Alan Andersz wspomina wypadek na imprezie urodzinowej Antka Królikowskiego (AKPA)

Alan Andersz niewątpliwie wiele w życiu przeszedł. Niedawno minęła dekada od pamiętnego wypadku na imprezie urodzinowej Antka Królikowskiego, który skończył się dla niego walką o życie w szpitalu. To wtedy Alan i inny gość imprezy mieli wdać się w bójkę, a aktor zaliczył upadek ze schodów i uderzył głową o donicę. Skończyło się na rozległych obrażeniach głowy, śpiączce farmakologicznej, a potem żmudnym procesie powrotu do zdrowia.

To, co wydarzyło się 17 lutego 2012 roku w willi-klubie na Mokotowie, do dziś pozostaje obiektem wielu spekulacji. W mediach na próżno szukać informacji o karze dla winnego uszczerbku na zdrowiu Alana Andersza, a on, jak sam twierdzi, niewiele pamięta z tego przykrego dnia. Nie ukrywa jednak, że jest wdzięczny lekarzom za uratowanie mu wtedy życia.

To, że lekarze się nie poddali i dokonali niemożliwego, dało mi moc do tego, żebym i ja się nie poddał. W momentach słabości bardzo często sobie powtarzałem: "Lekarze operowali mnie 7-8 godzin ze świadomością, że szanse na przeżycie mam marne i nie poddali się. To komuś ma zależeć na moim życiu bardziej niż mi?! Nie może tak być" - pisał Andersz dwa lata temu.

Jeszcze gdy Andersz wracał do zdrowia pod okiem lekarzy, media rozprawiały o tym, czy Antek Królikowski, którego urodziny wtedy razem świętowali, składał mu przyjacielskie wizyty w szpitalu. "Fakt" twierdził wówczas, że aktor owszem "opiekuje się" Alanem i często u niego bywa, a wspólne chwile mijają im na nadganianiu nowinek z życia wspólnych znajomych.

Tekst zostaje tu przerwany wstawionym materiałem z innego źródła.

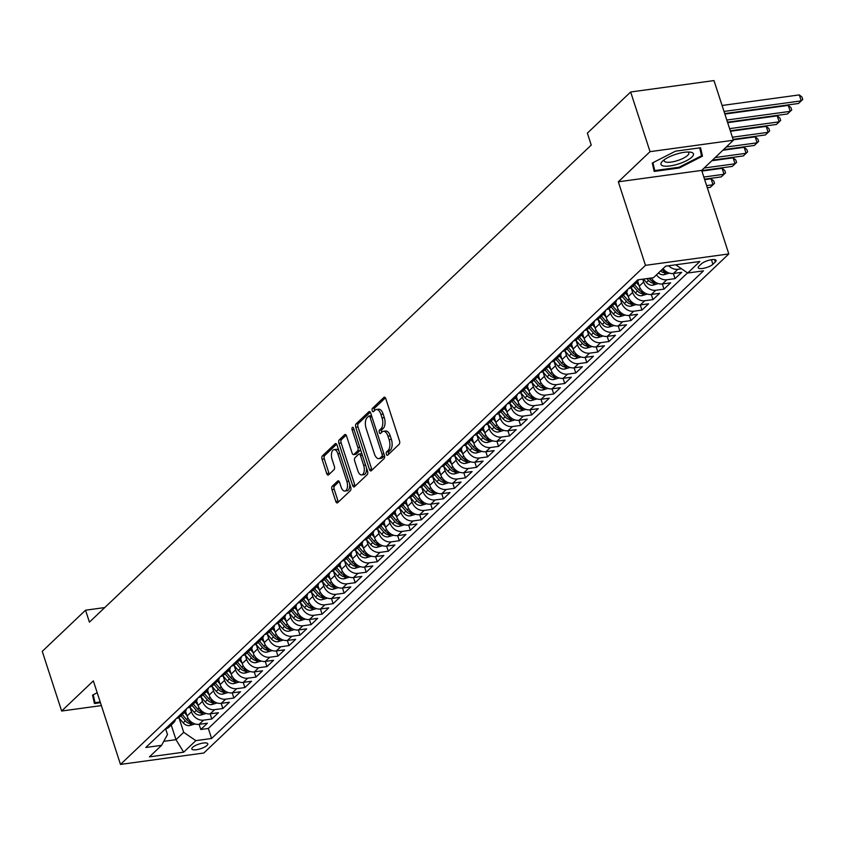 <?xml version="1.0" encoding="UTF-8"?>
<svg xmlns="http://www.w3.org/2000/svg" width="845" height="845" viewBox="0 0 845 845"><rect width="100%" height="100%" fill="white"/><g stroke="black" fill="none" stroke-linecap="round" stroke-linejoin="round"><path stroke-width="1.27" d="M386.376 454.251A1.806 0.898 -97.8 0 0 387.38 455.318A1.806 0.898 -97.8 0 0 387.675 455.17L399.178 444.238A2.577 1.289 -97.8 0 0 399.495 440.868L385.795 398.703A2.577 1.289 -97.8 0 0 384.359 397.171A2.577 1.289 -97.8 0 0 383.947 397.382L372.444 408.325A1.806 0.898 -97.8 0 0 372.222 410.681A1.806 0.898 -97.8 0 0 373.226 411.747A1.806 0.898 -97.8 0 0 373.511 411.599L375 410.184A8.249 4.119 -97.8 0 1 376.321 409.508A8.249 4.119 -97.8 0 1 380.905 414.388L382.046 417.905A8.249 4.119 -97.8 0 1 381.01 428.69L379.532 430.105A1.806 0.898 -97.8 0 0 379.299 432.471A1.806 0.898 -97.8 0 0 380.303 433.538A1.806 0.898 -97.8 0 0 380.588 433.39L382.077 431.975A8.249 4.119 -97.8 0 1 383.398 431.299A8.249 4.119 -97.8 0 1 387.982 436.178L389.122 439.685A8.249 4.119 -97.8 0 1 388.098 450.48L386.609 451.895A1.806 0.898 -97.8 0 0 386.376 454.251M383.398 431.299L385.647 430.992A8.249 4.119 -97.8 0 1 390.232 435.872L391.372 439.379A8.249 4.119 -97.8 0 1 390.348 450.174L388.858 451.589A1.806 0.898 -97.8 0 0 388.637 453.945A1.806 0.898 -97.8 0 0 388.721 454.177M385.394 397.847L374.705 408.008A1.806 0.898 -97.8 0 0 374.472 410.374A1.806 0.898 -97.8 0 0 374.557 410.607M376.321 409.508L378.571 409.202A8.249 4.119 -97.8 0 1 383.155 414.082L384.295 417.599A8.249 4.119 -97.8 0 1 383.271 428.383L381.782 429.799A1.806 0.898 -97.8 0 0 381.56 432.165A1.806 0.898 -97.8 0 0 381.644 432.386M207.014 745.396A8.397 2.461 162 0 0 207.796 743.79A8.397 2.461 162 0 0 201.247 743.42A8.397 2.461 162 0 0 192.607 747.371A8.397 2.461 162 0 0 191.826 748.976A8.397 2.461 162 0 0 198.374 749.346A8.397 2.461 162 0 0 207.014 745.396M332.265 486.234A2.577 1.289 -97.8 0 0 331.937 489.604L335.782 501.434A2.577 1.289 -97.8 0 0 337.218 502.955A2.577 1.289 -97.8 0 0 337.63 502.743L350.4 490.607A2.577 1.289 -97.8 0 0 350.728 487.227L337.028 445.061A2.577 1.289 -97.8 0 0 335.592 443.54A2.577 1.289 -97.8 0 0 335.18 443.752L322.41 455.888A2.577 1.289 -97.8 0 0 322.082 459.268L326.73 473.559A2.577 1.289 -97.8 0 0 328.156 475.08A2.577 1.289 -97.8 0 0 328.568 474.869L334.039 469.672A2.577 1.289 -97.8 0 0 334.356 466.303L332.053 459.215A6.897 3.443 -97.8 0 1 334.018 449.635A6.897 3.443 -97.8 0 1 337.852 453.712L346.872 481.47A6.897 3.443 -97.8 0 1 344.908 491.051A6.897 3.443 -97.8 0 1 341.074 486.974L339.574 482.347A2.577 1.289 -97.8 0 0 338.137 480.826A2.577 1.289 -97.8 0 0 337.725 481.037L332.265 486.234L334.514 485.928A2.577 1.289 -97.8 0 0 334.197 489.297L338.042 501.127A2.577 1.289 -97.8 0 0 338.433 501.983M93.351 680.88L61.643 711.025L42.25 651.358L85.535 610.206L89.422 622.142L591.246 145.076L587.37 133.14L630.655 91.989L650.037 151.656L618.329 181.802L645.474 265.341L120.486 764.419L93.351 680.88M369.455 469.429A2.577 1.289 -97.8 0 0 370.881 470.95A2.577 1.289 -97.8 0 0 371.293 470.739L384.074 458.592A2.577 1.289 -97.8 0 0 384.39 455.223L370.691 413.057A2.577 1.289 -97.8 0 0 369.265 411.536A2.577 1.289 -97.8 0 0 368.853 411.747L356.072 423.884A2.577 1.289 -97.8 0 0 355.756 427.253L369.455 469.429L371.705 469.123A2.577 1.289 -97.8 0 0 372.106 469.978M367.237 474.605L354.467 486.741A2.577 1.289 -97.8 0 1 354.055 486.952A2.577 1.289 -97.8 0 1 352.618 485.431L338.919 443.266A2.577 1.289 -97.8 0 1 339.236 439.886L344.707 434.689A2.577 1.289 -97.8 0 1 345.119 434.478A2.577 1.289 -97.8 0 1 346.556 436.009L352.111 453.11A2.577 1.289 -97.8 0 0 353.537 454.631A2.577 1.289 -97.8 0 0 353.949 454.42L357.583 450.976A2.577 1.289 -97.8 0 0 357.9 447.607L352.111 429.799A1.806 0.898 -97.8 0 1 352.629 427.285A1.806 0.898 -97.8 0 1 353.632 428.352L367.564 471.225A2.577 1.289 -97.8 0 1 367.237 474.605M199.103 724.334L200.783 729.499L207.405 723.204L199.177 724.334L203.592 720.141A10.499 8.556 -133.6 0 1 191.477 711.817L190.083 707.508M210.141 713.856L211.81 719.01L218.433 712.715L210.204 713.845L214.619 709.652A10.499 8.556 -133.6 0 1 202.504 701.339L201.11 697.03M221.168 703.367L222.837 708.522L229.46 702.237L221.242 703.357L225.647 699.164A10.499 8.556 -133.6 0 1 213.542 690.851L212.137 686.541M232.195 692.879L233.875 698.044L240.487 691.749L232.269 692.879L236.674 688.686A10.499 8.556 -133.6 0 1 224.569 680.362L223.164 676.053M243.223 682.401L244.902 687.555L251.514 681.26L243.297 682.39L247.712 678.197A10.499 8.556 -133.6 0 1 235.597 669.884L234.192 665.575M254.25 671.912L255.929 677.067L262.541 670.782L254.324 671.902L258.739 667.708A10.499 8.556 -133.6 0 1 246.624 659.396L245.23 655.086M265.288 661.434L266.957 666.589L273.579 660.294L265.351 661.424L269.766 657.23A10.499 8.556 -133.6 0 1 257.651 648.907L256.257 644.598M276.315 650.946L277.984 656.1L284.607 649.805L276.378 650.935L280.793 646.742A10.499 8.556 -133.6 0 1 268.689 638.429L267.284 634.12M287.342 640.457L289.011 645.612L295.634 639.327L287.416 640.447L291.821 636.253A10.499 8.556 -133.6 0 1 279.716 627.941L278.311 623.631M298.37 629.979L300.049 635.134L306.661 628.838L298.443 629.969L302.859 625.775A10.499 8.556 -133.6 0 1 290.743 617.463L289.339 613.143M309.397 619.491L311.076 624.645L317.688 618.35L309.471 619.48L313.886 615.287A10.499 8.556 -133.6 0 1 301.771 606.974L300.366 602.665M320.424 609.002L322.103 614.157L328.726 607.872L320.498 608.991L324.913 604.798A10.499 8.556 -133.6 0 1 312.798 596.486L311.404 592.176M331.462 598.524L333.131 603.679L339.753 597.383L331.525 598.513L335.94 594.32A10.499 8.556 -133.6 0 1 323.825 586.007L322.431 581.687M342.489 588.035L344.158 593.19L350.781 586.895L342.563 588.025L346.968 583.832A10.499 8.556 -133.6 0 1 334.863 575.519L333.458 571.209M353.516 577.547L355.196 582.701L361.808 576.417L353.59 577.536L357.995 573.343A10.499 8.556 -133.6 0 1 345.89 565.03L344.485 560.721M364.544 567.069L366.223 572.223L372.835 565.928L364.617 567.058L369.033 562.865A10.499 8.556 -133.6 0 1 356.917 554.552L355.513 550.232M375.571 556.58L377.25 561.735L383.862 555.45L375.645 556.57L380.06 552.376A10.499 8.556 -133.6 0 1 367.945 544.064L366.54 539.754M386.598 546.092L388.277 551.246L394.9 544.962L386.672 546.081L391.087 541.888A10.499 8.556 -133.6 0 1 378.972 533.575L377.578 529.266M397.636 535.614L399.305 540.768L405.927 534.473L397.699 535.603L402.114 531.41A10.499 8.556 -133.6 0 1 389.999 523.097L388.605 518.777M408.663 525.125L410.332 530.28L416.955 523.995L408.737 525.115L413.142 520.921A10.499 8.556 -133.6 0 1 401.037 512.609L399.632 508.299M419.69 514.637L421.37 519.791L427.982 513.506L419.764 514.626L424.169 510.433A10.499 8.556 -133.6 0 1 412.064 502.12L410.659 497.811M430.718 504.159L432.397 509.313L439.009 503.018L430.792 504.148L435.207 499.955A10.499 8.556 -133.6 0 1 423.091 491.642L421.687 487.322M441.745 493.67L443.424 498.825L450.036 492.54L441.819 493.66L446.234 489.466A10.499 8.556 -133.6 0 1 434.119 481.154L432.724 476.844M452.783 483.182L454.452 488.347L461.074 482.051L452.846 483.171L457.261 478.978A10.499 8.556 -133.6 0 1 445.146 470.665L443.752 466.355M463.81 472.704L465.479 477.858L472.101 471.563L463.884 472.693L468.288 468.5A10.499 8.556 -133.6 0 1 456.184 460.187L454.779 455.867M474.837 462.215L476.517 467.369L483.129 461.085L474.911 462.204L479.316 458.011A10.499 8.556 -133.6 0 1 467.211 449.698L465.806 445.389M485.864 451.726L487.544 456.891L494.156 450.596L485.938 451.726L490.353 447.523A10.499 8.556 -133.6 0 1 478.238 439.21L476.833 434.9M496.892 441.248L498.571 446.403L505.183 440.108L496.966 441.238L501.381 437.045A10.499 8.556 -133.6 0 1 489.266 428.732L487.861 424.422M507.919 430.76L509.598 435.914L516.221 429.63L507.993 430.749L512.408 426.556A10.499 8.556 -133.6 0 1 500.293 418.243L498.899 413.934M518.957 420.271L520.626 425.436L527.248 419.141L519.02 420.271L523.435 416.067A10.499 8.556 -133.6 0 1 511.32 407.755L509.926 403.445M529.984 409.793L531.653 414.948L538.276 408.653L530.058 409.783L534.462 405.589A10.499 8.556 -133.6 0 1 522.358 397.277L520.953 392.967M541.011 399.305L542.691 404.459L549.303 398.175L541.085 399.294L545.49 395.101A10.499 8.556 -133.6 0 1 533.385 386.788L531.98 382.479M552.038 388.816L553.718 393.981L560.33 387.686L552.112 388.816L556.528 384.623A10.499 8.556 -133.6 0 1 544.412 376.3L543.008 371.99M563.066 378.338L564.745 383.493L571.357 377.197L563.14 378.328L567.555 374.134A10.499 8.556 -133.6 0 1 555.44 365.822L554.045 361.512M574.104 367.85L575.772 373.004L582.395 366.719L574.167 367.839L578.582 363.646A10.499 8.556 -133.6 0 1 566.467 355.333L565.073 351.024M585.131 357.372L586.8 362.526L593.422 356.231L585.194 357.361L589.609 353.168A10.499 8.556 -133.6 0 1 577.505 344.844L576.1 340.535M596.158 346.883L597.827 352.038L604.45 345.742L596.232 346.872L600.637 342.679A10.499 8.556 -133.6 0 1 588.532 334.366L587.127 330.057M607.185 336.394L608.865 341.549L615.477 335.264L607.259 336.384L611.674 332.191A10.499 8.556 -133.6 0 1 599.559 323.878L598.154 319.568M618.213 325.916L619.892 331.071L626.504 324.776L618.286 325.906L622.702 321.713A10.499 8.556 -133.6 0 1 610.586 313.4L609.182 309.08M629.24 315.428L630.919 320.582L637.542 314.287L629.314 315.417L633.729 311.224A10.499 8.556 -133.6 0 1 621.614 302.911L620.219 298.602M640.278 304.939L641.946 310.094L648.569 303.809L640.341 304.929L644.756 300.736A10.499 8.556 -133.6 0 1 632.641 292.423L631.247 288.113M651.305 294.461L652.974 299.616L659.596 293.321L651.379 294.451L655.783 290.257A10.499 8.556 -133.6 0 1 643.679 281.945L642.77 279.167M662.332 283.973L664.012 289.127L670.624 282.832L662.406 283.962L666.811 279.769A10.499 8.556 -133.6 0 1 656.47 274.868M673.359 273.484L675.039 278.639L681.651 272.354L673.433 273.474A10.499 8.556 -133.6 0 1 663.082 268.573M199.177 724.334A10.499 8.556 46.4 0 1 187.072 716.011L185.509 711.226M210.204 713.845A10.499 8.556 46.4 0 1 198.1 705.533L196.536 700.737M221.242 703.357A10.499 8.556 46.4 0 1 209.127 695.044L207.564 690.249M232.269 692.879A10.499 8.556 46.4 0 1 220.154 684.566L218.601 679.771M243.297 682.39A10.499 8.556 46.4 0 1 231.181 674.078L229.629 669.282M254.324 671.902A10.499 8.556 46.4 0 1 242.209 663.589L240.656 658.794M265.351 661.424A10.499 8.556 46.4 0 1 253.246 653.111L251.683 648.316M276.378 650.935A10.499 8.556 46.4 0 1 264.274 642.622L262.71 637.827M287.416 640.447A10.499 8.556 46.4 0 1 275.301 632.134L273.748 627.339M298.443 629.969A10.499 8.556 46.4 0 1 286.328 621.656L284.776 616.861M309.471 619.48A10.499 8.556 46.4 0 1 297.355 611.167L295.803 606.372M320.498 608.991A10.499 8.556 46.4 0 1 308.393 600.679L306.83 595.883M331.525 598.513A10.499 8.556 46.4 0 1 319.421 590.201L317.857 585.405M342.563 588.025A10.499 8.556 46.4 0 1 330.448 579.712L328.885 574.917M353.59 577.536A10.499 8.556 46.4 0 1 341.475 569.224L339.922 564.428M364.617 567.058A10.499 8.556 46.4 0 1 352.502 558.746L350.95 553.95M375.645 556.57A10.499 8.556 46.4 0 1 363.53 548.257L361.977 543.462M386.672 546.081A10.499 8.556 46.4 0 1 374.567 537.769L373.004 532.973M397.699 535.603A10.499 8.556 46.4 0 1 385.595 527.291L384.031 522.495M408.737 525.115A10.499 8.556 46.4 0 1 396.622 516.802L395.069 512.007M419.764 514.626A10.499 8.556 46.4 0 1 407.649 506.313L406.096 501.529M430.792 504.148A10.499 8.556 46.4 0 1 418.676 495.835L417.124 491.04M441.819 493.66A10.499 8.556 46.4 0 1 429.714 485.347L428.151 480.551M452.846 483.171A10.499 8.556 46.4 0 1 440.741 474.858L439.178 470.073M463.884 472.693A10.499 8.556 46.4 0 1 451.769 464.38L450.205 459.585M474.911 462.204A10.499 8.556 46.4 0 1 462.796 453.892L461.243 449.096M485.938 451.726A10.499 8.556 46.4 0 1 473.823 443.403L472.27 438.618M496.966 441.238A10.499 8.556 46.4 0 1 484.85 432.925L483.298 428.13M507.993 430.749A10.499 8.556 46.4 0 1 495.888 422.437L494.325 417.641M519.02 420.271A10.499 8.556 46.4 0 1 506.915 411.948L505.352 407.163M530.058 409.783A10.499 8.556 46.4 0 1 517.943 401.47L516.38 396.675M541.085 399.294A10.499 8.556 46.4 0 1 528.97 390.981L527.417 386.186M552.112 388.816A10.499 8.556 46.4 0 1 539.997 380.503L538.445 375.708M563.14 378.328A10.499 8.556 46.4 0 1 551.024 370.015L549.472 365.22M574.167 367.839A10.499 8.556 46.4 0 1 562.062 359.526L560.499 354.731M585.194 357.361A10.499 8.556 46.4 0 1 573.09 349.048L571.526 344.253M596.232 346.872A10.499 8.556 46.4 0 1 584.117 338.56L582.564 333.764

W tym trudnym czasie może liczyć na Antka, który często go odwiedza i informuje, co słychać o wspólnych znajomych i co słychać na świecie - wspominał wtedy tabloid.

Zobacz także: Zdradzona Rihanna nagrywa płytę, a Antek Królikowski zasłania się poważną chorobą

Teraz okazuje się, że prawda była nieco inna, o czym wspomina sam Alan w podcaście "Zdanowicz pomiędzy wersami". Choć przyznaje, że ostatecznie on i Antek się pogodzili, to wyraźnie ma do niego wiele żalu. Andersz wyznał, że skompromitowany dziś aktor chyba niespecjalnie przejmował się jego walką o życie, bo nawet nie odwiedził go w szpitalu i nie przeprosił wtedy za to, co zaszło - bagatela - na jego własnej imprezie urodzinowej.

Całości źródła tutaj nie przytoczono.